Longitudinal section of a completely developed nonmedullated wool follicle magnified about x 100. Indluding sebaceous and sweet glands (After wildmaH)
|Fig. 2:||Cuticle, cortex and medulla of wool fiber
|Fig. 3:||Scale formation of Delaine Merino wool fibers
|Fig. 4:||Possibly different types of perforation caused by different keratinophilic fungi on wool
When propagule of keratinophilic fungi comes into contact with wool it digest it in a characteristic way. When attacking a wool fiber keratinophilic fungi produce and secrete keratinases and penetrate under the cuticle and between the cortex cells by means of flattened frond like mycelium. Also wide celled perforating organs and borers grow in to the cortex following deep pits (Roberts and Meckanzie, 1985). Around both frond and perforating organs are wide zones of keratinolysis. This combined mechanical and lytic attack can destroy the wool in few weeks (Fig. 4).

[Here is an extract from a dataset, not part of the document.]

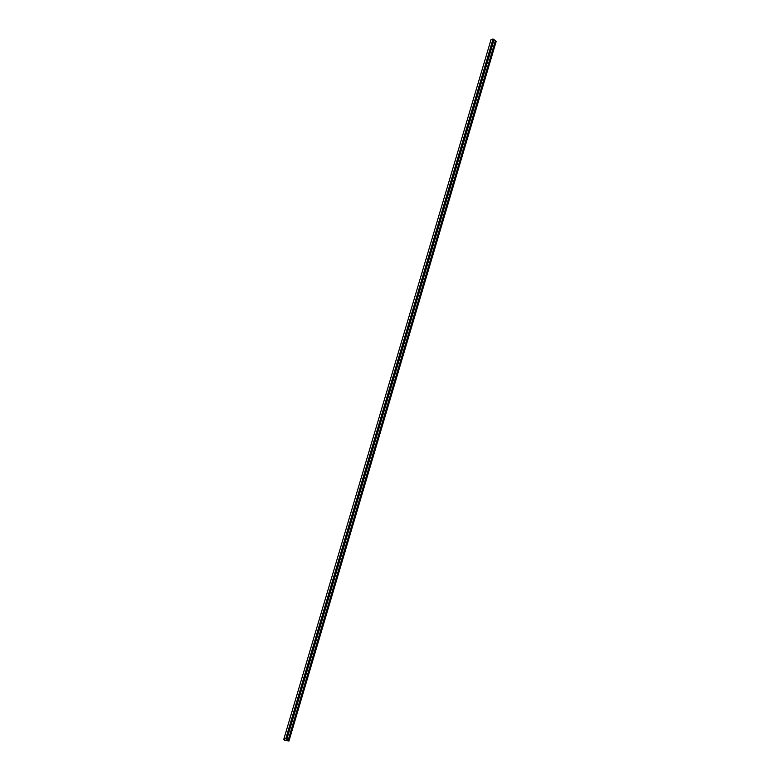 <?xml version="1.0" encoding="UTF-8"?>
<svg xmlns="http://www.w3.org/2000/svg" width="780" height="780" viewBox="0 0 780 780"><rect width="100%" height="100%" fill="white"/><g stroke="black" fill="none" stroke-linecap="round" stroke-linejoin="round"><path stroke-width="1.17" d="M285.773 738.67L283.881 739.225L284.534 740.337L288.863 740.99L285.773 738.67L288.863 740.99L284.534 740.337C283.433 739.216 283.842 738.66 285.773 738.67M491.049 39.868L493.048 39L493.964 39.692L493.048 39L285.802 738.64L288.951 741L496.197 41.36L288.951 741L284.476 740.347L283.803 739.206L285.802 738.64L493.048 39L491.049 39.566L283.803 739.206M496.197 41.36L495.368 40.745L496.197 41.36M284.476 740.347L288.951 741L285.802 738.64C283.774 738.611 283.335 739.187 284.476 740.347M288.863 740.981L284.534 740.337L283.881 739.225L284.534 740.337L288.863 740.981M286.718 739.323L288.064 740.298L286.718 739.323L493.994 39.683L286.718 739.323L493.964 39.692L286.748 739.323L288.064 740.298L286.718 739.323M286.748 739.323L288.151 740.288L286.748 739.323L494.081 39.673L495.388 40.657L288.151 740.288L286.748 739.323L494.081 39.673L286.748 739.323M286.835 739.303L288.151 740.288L495.388 40.657L494.081 39.673L286.835 739.303"/></g></svg>
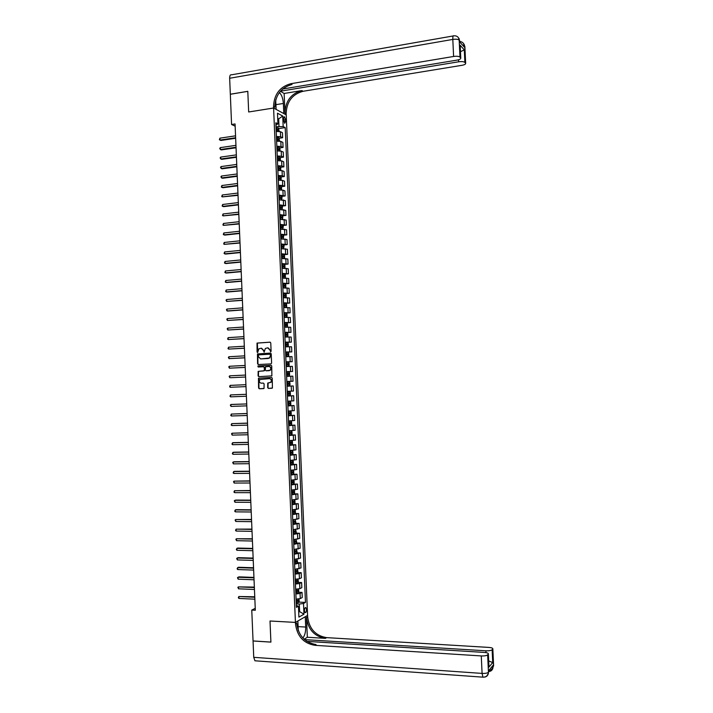 <?xml version="1.0" encoding="UTF-8"?>
<svg xmlns="http://www.w3.org/2000/svg" width="713" height="713" viewBox="0 0 713 713"><rect width="100%" height="100%" fill="white"/><g stroke="black" fill="none" stroke-linecap="round" stroke-linejoin="round"><path stroke-width="1.07" d="M270.637 351.794L271.109 351.215L270.762 342.9L270.022 342.16L257.019 343.087L257.081 352.026L257.598 352.543L258.89 348.8L261.199 348.211L263.543 350.582L264.095 352.169L265.379 348.434L267.714 347.828L270.075 350.199L270.637 351.794M306.519 609.535L305.877 607.61C305.004 607.431 304.531 608.456 304.451 610.693L305.084 612.619C305.957 612.788 306.438 611.763 306.519 609.535M267.669 387.649L268.409 388.407L272.411 388.05L272.25 378.193L271.51 377.435L258.454 378.211L258.596 388.041L259.327 388.79L264.033 388.416L264.095 383.852L263.364 383.104L261.243 383.193C259.282 382.64 258.846 381.41 259.933 379.521L269.389 378.639C271.341 379.173 271.796 380.394 270.744 382.293L267.731 383.086L267.669 387.649L268.756 388.389L272.027 388.246M255.985 660.862L254.951 660.791L253.739 657.333L253.062 640.987L270.904 642.119L270.013 621.005L270.895 642.083L253.053 640.942L251.769 610.078L255.316 610.257L235.058 123.964L231.582 124.499L235.156 126.165M231.582 124.499L230.326 94.276L247.803 91.353L248.668 111.977L273.596 108.028L295.432 622.404L270.013 621.005L295.432 622.404L295.494 623.866C297.089 636.21 303.542 643.358 314.852 645.318L481.275 655.933C484.457 656.049 486.578 655.684 487.639 654.846L488.45 672.27L488.904 670.345L492.95 665.47L493.013 666.753L493.512 666.156L492.719 649.08L492.13 649.748L492.728 662.582L488.851 667.19L488.895 665.345M270.94 363.888L271.608 363.069L271.216 353.826L270.477 353.078L257.464 353.96L257.58 363.799L258.311 364.548L270.94 363.888M271.733 366.001L271.885 375.876L258.819 376.66L258.088 375.92L258.168 371.348L263.694 370.92L264.363 370.1L264.247 367.48L263.516 366.74L258.204 367.008L257.865 366.045L270.993 365.252L271.733 366.001M283.498 118.652L284.701 123.313L285.646 121.468L285.574 119.757L284.442 116.807L283.498 118.652M460.259 46.969L460.045 45.106L464.297 49.883L464.876 62.414L465.527 63.109L464.751 46.443L464.199 45.819L464.261 47.067L459.805 42.022L459.181 40.106L459.965 57.102C458.833 56.265 456.712 56.051 453.602 56.47L452.808 39.42L229.657 78.261L230.326 94.232L247.803 91.317L248.668 111.977L273.596 108.028L286.216 114.882L307.588 615.39L295.432 622.404L297.865 620.996L298.275 630.586M275.94 125.078L277.936 123.857L275.842 122.779L296.43 607.342L298.444 606.246L296.341 605.355M277.936 123.857L277.482 113.215L282.731 116.041L283.177 126.558L276.011 126.736M278.765 128.572L285.209 127.6L283.177 126.558M285.209 127.6L305.467 602.423L303.515 603.483L303.97 614.214L298.907 617.101L298.444 606.246M255.236 608.341L251.769 610.078M277.731 119.018L278.676 118.875L277.696 118.358M278.988 126.29L278.676 118.875L282.731 116.041M298.676 611.576L299.638 611.62L299.317 604.063L296.278 603.92M302.036 592.405L302.25 597.539L300.28 598.581L296.091 599.152L295.859 593.982L300.066 593.43L302.036 592.405L298.399 592.253M301.617 582.539L301.831 587.664L299.861 588.671L295.654 589.214L295.432 584.045L299.638 583.51L301.617 582.539L297.963 582.396M301.189 572.673L301.412 577.797L299.442 578.751L295.235 579.286L295.013 574.117L299.219 573.6L301.189 572.673L297.526 572.539M300.77 562.807L300.993 567.931L294.808 569.357L294.594 564.197L300.77 562.807L297.08 562.691M296.644 552.851L300.351 552.949L300.574 558.074L294.389 559.429L294.175 554.277M299.932 543.092L300.146 548.217L293.97 549.518L293.747 544.358L299.932 543.092L296.198 543.012M295.761 533.172L299.513 533.244L299.727 538.36L293.711 539.598M299.513 533.244L293.328 534.447M299.095 523.395L299.308 528.511L293.123 529.688L292.909 524.536L299.095 523.395L295.325 523.342M294.879 513.512L298.676 513.547L298.89 518.672L292.704 519.777M292.713 519.786L292.49 514.634L298.676 513.547M298.257 503.708L298.471 508.824L292.285 509.875L292.063 504.733L298.257 503.708L294.433 503.69M297.838 493.877L298.052 498.993L291.875 499.982L291.644 494.831L297.838 493.877L293.997 493.868L294.594 492.933L294.487 490.571L293.809 489.983L293.979 493.886L291.617 494.171M297.419 484.047L297.633 489.154L291.457 490.081L291.225 484.938L297.419 484.047L291.198 484.296M297 474.216L297.214 479.323L291.038 480.197L290.806 475.054L297 474.216L292.954 474.243M292.196 464.439L296.581 464.395L296.795 469.502L290.601 470.304L290.387 465.17M296.162 454.573L296.376 459.68L290.191 460.42L289.968 455.286L296.162 454.573L291.145 454.644M291.884 444.654L291.724 440.759L292.401 441.418L292.499 443.771L291.867 444.68L289.523 444.867L295.743 444.76L295.957 449.858L289.763 450.545M289.772 450.545L289.549 445.411L295.743 444.76M295.325 434.948L295.538 440.046L289.353 440.67L289.13 435.536L295.325 434.948L289.104 435.082M294.906 425.135L295.12 430.233L288.934 430.795L288.712 425.67L294.906 425.135L288.694 425.304M288.275 415.519L294.487 415.331L294.71 420.429L292.713 420.679L288.507 420.928L288.293 415.804M294.068 405.537L294.291 410.626L288.097 411.071L287.865 405.938L294.068 405.537L287.865 405.75M287.446 395.973L293.658 395.733L293.872 400.831L287.669 401.205M287.678 401.205L287.455 396.08L293.658 395.733M293.239 385.947L293.453 391.036L287.259 391.357L287.036 386.232L293.239 385.947L287.045 386.232M286.84 381.5L293.034 381.241L292.82 376.152L286.617 376.384L286.84 381.5L291.038 381.321L290.815 376.214M286.421 371.758L292.615 371.455L286.412 371.651L286.198 366.535M286.002 361.812L285.779 356.696L291.982 356.589L292.205 361.678L286.002 361.812M285.592 352.249L291.786 351.892L285.574 351.972M285.583 351.972L285.36 346.857L289.558 346.741L291.572 346.812L291.786 351.892M285.164 342.133L284.942 337.026L291.154 337.035L291.367 342.124L285.164 342.133M284.754 332.303L284.523 327.196L290.735 327.267L290.949 332.347L284.754 332.303M284.344 323.007L290.539 322.579L284.327 322.472M290.539 322.579L290.316 317.508L284.104 317.365M283.917 312.651L283.685 307.544L289.906 307.74L290.12 312.82L283.917 312.651M283.498 302.829L283.284 297.722L289.487 297.989L289.701 303.061L283.498 302.829M285.262 293.631L289.291 293.301L283.07 293.016L282.856 287.909M282.669 283.204L282.437 278.106L288.658 278.48L288.872 283.551L282.669 283.204M282.25 273.391L282.018 268.293L288.239 268.739L288.462 273.801L282.25 273.391M284.255 264.416L288.043 264.06L281.822 263.587L281.608 258.498M281.412 253.792L281.189 248.694L287.41 249.256L287.624 254.318L281.412 253.792M281.002 243.989L280.77 238.9L287 239.523L287.214 244.586L281.002 243.989M283.088 235.237L286.795 234.853L280.574 234.203L280.53 229.096M280.164 224.408L279.951 219.319L286.171 220.067L286.385 225.121L280.164 224.408M279.754 214.631L279.523 209.542L285.753 210.344L285.966 215.397L279.754 214.631M281.911 206.102L285.556 205.674L279.327 204.845L279.113 199.765M278.917 195.068L278.694 189.988L282.892 190.139L284.924 190.906L285.138 195.959L278.917 195.068M278.507 185.291L278.293 180.211L282.482 180.389L284.514 181.2L284.728 186.245L282.696 185.46L278.507 185.291M280.735 177.002L284.318 176.539L282.277 175.71L278.079 175.523L277.865 170.452M277.678 165.764L277.446 160.683L281.653 160.888L283.685 161.789L283.899 166.833L281.867 165.96L277.678 165.764M277.259 155.995L277.036 150.924L281.234 151.147L283.275 152.083L283.489 157.127L281.448 156.218L277.259 155.995M279.549 147.93L283.07 147.431L281.038 146.477L276.84 146.245M283.07 147.431L282.856 142.386L280.824 141.415L276.617 141.174M276.43 136.486L276.207 131.415L280.405 131.673L282.446 132.698L282.66 137.734L280.619 136.736L276.43 136.486M298.702 612.146L299.638 611.62L303.97 614.214M279.157 138.251L282.66 137.734M279.951 157.618L283.489 157.127M280.343 167.305L283.899 166.833M284.318 176.539L284.095 171.485L282.063 170.639L277.874 170.452M281.127 186.699L284.728 186.245M281.519 196.396L285.138 195.959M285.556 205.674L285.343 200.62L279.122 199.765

Research has shown that keratinophilic fungi are combination of several species such as Keratinomyces sp., Trichophyton sp., Microsporum sp., Epidermophyton sp., Ctenomyces sp., Chrysosporium sp., Arthroderma sp., Anixiopsis sp., Pseudogymnoascus sp., Auxothron sp., Sepedonium sp., Keratinophyton sp., Geomyces sp., Malbranchia sp., Ochroconis sp., Botryotrichum sp., Scopulariopsis sp., Roladina sp., Botrytis sp., Amauroascus sp., Gymnoascus sp., Arachnotheca sp., Myceliophthora sp., Aleurisma sp., Bysoonygena sp., Curvularia sp. etc. (Soomro, 1994; Soomro and Zardazri, 1996). Besides keratinophilic fungi the other fungal species such as Penicillium sp. and Aspergillus sp. also carry capability to degrade and destroy the wool (Jain and Agrawal, 1980). For more precise understanding of the issue at hand, it is still not clear that, as mentioned above, whether individual species is degrading the wool or more than one are attacking party of the wool.
Due to the destruction caused through the attack of keratinophilic fungi and other species the wool looses its commercial value. Therefore, antifungal spray or fumigation with disinfectants is advised to the traders and textile manufacturers to protect their wool production for better quality and commercial value.